YOUR INSTRUCTIONS:
All lines with the word "that" are to be found and copied from the listing.

MATERIAL FOR THIS EXERCISE Start Marker

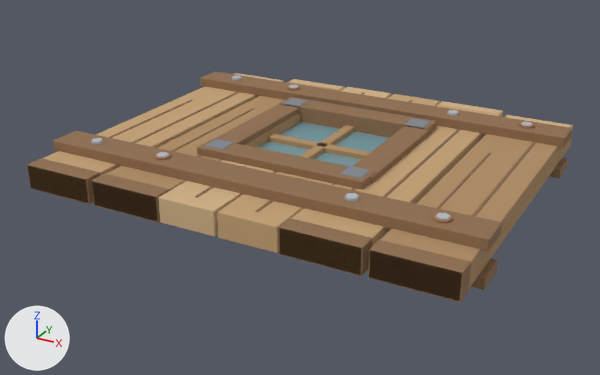
Before and after pictures for a commit that changed the FBX model Assets/GeneratedBaseItems/03_Wooden_Window_Wall.fbx.
The view is the same before and after, from a 50 mm camera at (2.38, -3.37, 2.02) aimed at (-0.07, 1.09, -0.21). Lighting does not change. The marker at lower left points along +X, +Y and +Z. The picture after the commit comes second.

Objects in the first picture: '03_Wooden_Window_Wall'.
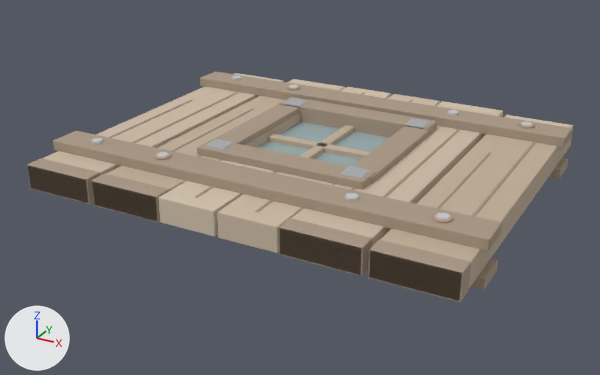
Diff of the bpy script that builds the scene:
```diff
--- a/Assets/GeneratedBaseItems/03_Wooden_Window_Wall.fbx.py
+++ b/Assets/GeneratedBaseItems/03_Wooden_Window_Wall.fbx.py
@@ mat_wood___exposed_grain @@
 mat_wood___exposed_grain = principled_material('Wood | exposed grain')
-mat_wood___exposed_grain.base_color = (0.44, 0.27, 0.13)  # brown #b18e65
+mat_wood___exposed_grain.base_color = (0.536, 0.432, 0.319)  # beige #c1b099
 mat_wood___exposed_grain.roughness = 0.96
@@ mat_wood___cut_end @@
 mat_wood___cut_end = principled_material('Wood | cut end')
-mat_wood___cut_end.base_color = (0.64, 0.44, 0.24)  # beige #d1b186
+mat_wood___cut_end.base_color = (0.655, 0.545, 0.42)  # beige #d4c3ad
 mat_wood___cut_end.roughness = 0.96
@@ mat_wood___charred_and_stained @@
 mat_wood___charred_and_stained = principled_material('Wood | charred and stained')
-mat_wood___charred_and_stained.base_color = (0.28, 0.16, 0.08)  # brown #906f50
+mat_wood___charred_and_stained.base_color = (0.407, 0.319, 0.237)  # beige #ab9986
 mat_wood___charred_and_stained.roughness = 0.96
@@ mat_wood___weathered_cedar @@
 mat_wood___weathered_cedar = principled_material('Wood | weathered cedar')
-mat_wood___weathered_cedar.base_color = (0.56, 0.36, 0.18)  # brown #c5a276
+mat_wood___weathered_cedar.base_color = (0.611, 0.497, 0.38)  # beige #cdbba6
 mat_wood___weathered_cedar.roughness = 0.96
```

Location of each change, [x1, y1, x2, y2] in pixels of the pictures (600 x 375 px):
'03_Wooden_Window_Wall', recoloured
    both: [27, 71, 573, 302]

MATERIAL FOR THIS EXERCISE End Marker

REPLY TO THE EXERCISE:
Before and after pictures for a commit that changed the FBX model Assets/GeneratedBaseItems/03_Wooden_Window_Wall.fbx.
Diff of the bpy script that builds the scene:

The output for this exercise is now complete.